Nel 1985 Francesco Biamonti aveva pubblicato solo L’Angelo di Avrigue e qualche racconto sparso negli anni Sessanta. Biamonti è morto nel 2001, autore di quattro romanzi, e io a quel punto ero già diventato padre, scrittore di poche cose nascoste e traduttore. Se è quindi molto naturale che non abbia fatto in tempo a conoscere personalmente Calvino (in realtà non sarebbe stato neanche così facile, non viveva più a Sanremo, ma si divideva tra soggiorni torinesi, romani e la sua casa toscana, tra le pinete, che è stata la sua ultima residenza), è invece abbastanza strano che io non abbia mai incontrato Biamonti. L’ho detto, traducevo e scrivevo da tempo, pubblicando libretti rigorosamente distribuiti tra Porto Maurizio e Oneglia, e tornavo in Liguria almeno un paio di volte all’anno. Lui negli anni Novanta viveva, come sempre, dove era nato e dove poi morì, a San Biagio della Cima, ai confini con la Francia. La rupe che guardava la sua campagna e la sua casa di paese distava un pugno di vallate dalla mia. Ci eravamo però sentiti al telefono, mia madre alla fine del millennio era molto fragile, e neanche per Francesco le cose andavano bene. Poco tempo prima che morisse ero riuscito a farlo invitare all’Istituto italiano di Amsterdam, poi non c’era stato più tempo.
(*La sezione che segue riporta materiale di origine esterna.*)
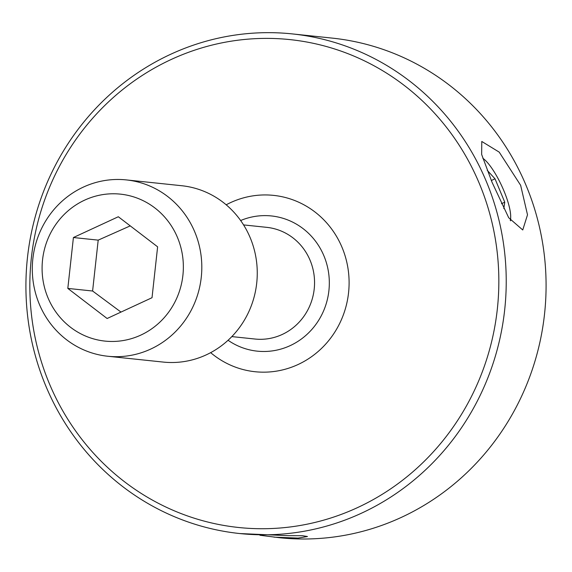 <?xml version="1.0" encoding="UTF-8"?>
<svg xmlns="http://www.w3.org/2000/svg" width="572" height="572" viewBox="0 0 572 572"><rect width="100%" height="100%" fill="white"/><g stroke="black" fill="none" stroke-linecap="round" stroke-linejoin="round"><path stroke-width="0.86" d="M130.252 225.876L98.198 240.133L92.6 291.012L120.992 312.083M84.635 200.143A73.881 70.599 96 0 1 177.535 237.616A73.881 70.599 96 0 1 140.812 335.099A73.881 70.599 96 0 1 47.912 297.626A73.881 70.599 96 0 1 84.635 200.143M83.348 187.108A88.66 84.72 96 0 1 126.319 179.908A88.66 84.72 96 0 1 200.865 254.032A88.66 84.72 96 0 1 150.758 349.049A88.66 84.72 96 0 1 107.786 356.249A88.66 84.72 96 0 1 33.24 282.125A88.66 84.72 96 0 1 83.348 187.108M126.319 179.908L181.767 185.728A88.66 84.72 96 0 1 256.313 259.86A88.66 84.72 96 0 1 206.206 354.876A88.66 84.72 96 0 1 163.234 362.076L107.786 356.249M230.638 202.581A88.66 84.72 96 0 1 273.602 195.381A88.66 84.72 96 0 1 348.155 269.512A88.66 84.72 96 0 1 298.048 364.528A88.66 84.72 96 0 1 255.076 371.728A88.66 84.72 96 0 1 210.653 352.652A88.66 84.72 -84 0 0 255.076 371.728A88.66 84.72 -84 0 0 298.048 364.528A88.66 84.72 -84 0 0 348.155 269.512A88.66 84.72 -84 0 0 273.602 195.381A88.66 84.72 -84 0 0 230.638 202.581A88.66 84.72 -84 0 0 226.19 204.805A88.66 84.72 96 0 1 230.638 202.581M67.818 288.41L107.121 318.504L152.023 297.712L157.622 246.832L118.318 216.745L73.416 237.53L67.818 288.41L92.6 291.012M98.198 240.133L73.416 237.53M357.593 507.578A245.288 234.384 -84 0 0 479.508 183.941A245.288 234.384 -84 0 0 171.092 59.531A245.288 234.384 -84 0 0 49.171 383.168A245.288 234.384 -84 0 0 357.593 507.578M170.578 54.319A251.194 240.033 96 0 1 292.328 33.912A251.194 240.033 96 0 1 503.546 243.944A251.194 240.033 96 0 1 361.568 513.155A251.194 240.033 96 0 1 239.818 533.554A251.194 240.033 96 0 1 28.6 323.53A251.194 240.033 96 0 1 170.578 54.319M259.924 535.256L279.672 537.744A251.194 240.033 -84 0 0 401.422 517.345A251.194 240.033 -84 0 0 543.4 248.134A251.194 240.033 -84 0 0 332.182 38.102L292.328 33.912M492.063 182.318L508.694 217.725L522.744 229.965L527.506 214.815L520.649 185.321L499.213 152.131L481.774 141.463L481.66 154.476L492.063 182.318M274.038 537.151L298.112 538.088L307.471 536.522L302.416 535.707L288.138 535.678L239.818 533.554M510.231 220.256A36.036 9.231 65.2 0 0 510.689 217.103A36.036 9.231 65.2 0 0 495.688 174.317A36.036 9.231 65.2 0 0 483.783 158.98A36.036 9.231 65.2 0 0 482.832 158.272M503.81 208.565L504.754 202.181L495.023 178.807L487.215 170.313M491.319 180.523L495.023 178.807M501.465 203.703L504.754 202.181M243.572 224.91L266.745 227.349A56.149 53.654 96 0 1 313.957 274.295A56.149 53.654 96 0 1 282.218 334.47A56.149 53.654 96 0 1 255.005 339.032L231.839 336.601M240.648 220.527A67.968 64.951 96 0 1 324.417 257.064A67.968 64.951 96 0 1 290.183 345.631A67.968 64.951 96 0 1 228.064 340.276M510.689 217.103L510.589 220.813M483.783 158.98L482.811 158.201"/></g></svg>

Sulla diserzione, l’ossessione che popola i miei libri, Biamonti aveva letto un mio testo preistorico e forse, per dirmi che era ancora tutto molto acerbo o che non gli era piaciuto, mi fece notare semplicemente che alle diserzioni lui non era interessato, e mi chiese se io invece sì me ne intendessi. Ero un disertore, ammisi, come potevo non intendermene? E così, sollecitato dalle sue domande (ho il ricordo piuttosto vago di un uomo dalla voce calma e intelligente, un uomo curioso, desideroso di conoscere storie di vita, non uno di quelli che spiegava o si faceva spiegare il mondo, ma uno che amava ascoltare dinamiche), e una volta compreso che tra tutti lo affascinavano i racconti delle frontiere, devo avergli parlato a lungo dei miei confini privati, della tipologia delle mie diserzioni. In casa tenevano il telefono su un mobile, davanti alla finestra, la rugiada della campagna invernale brillava nel sole ligure. Sia chiaro, avevo sempre desiderato disertare, gli confessai, ed era la verità, tuttavia, quando davvero occorreva farlo, mi ero sempre tirato indietro. Da bambino avevo collezionato anni di collegio, una parte delle elementari a Nava, le medie a Mondovì, le estati a Entracque, la prima superiore nei Fratelli Maristi a Velletri. Insomma, le suore da bambino e da ragazzino i frati. Specialmente a Nava, mi facevo convincere dai professionisti de lla fuga, una vera attrazione: scappare di notte, attraversare i boschi, lungo paesi liguri e piemontesi (Nava, posta su una sella, circondata da montagne e fortini e pinete), addentrarci nel folto con le riserve nello zainetto. Le cose andavano preparate minuziosamente: la raccolta del cibo ad esempio ci vedeva col carrellino a sparecchiare i tavolini, sapevamo bene che le bambine lasciavano sul tavolo parecchio cibo, pezzi di pane, mezze mele. Rubavamo qualche bottiglia di quelle del latte e preparavamo una riserva d’acqua. Poi si aspettava una notte di luna. Ora che ci penso, il passeur di Biamonti in Vento largo non suggeriva altro: «Mandali su da me alla prima notte di luna».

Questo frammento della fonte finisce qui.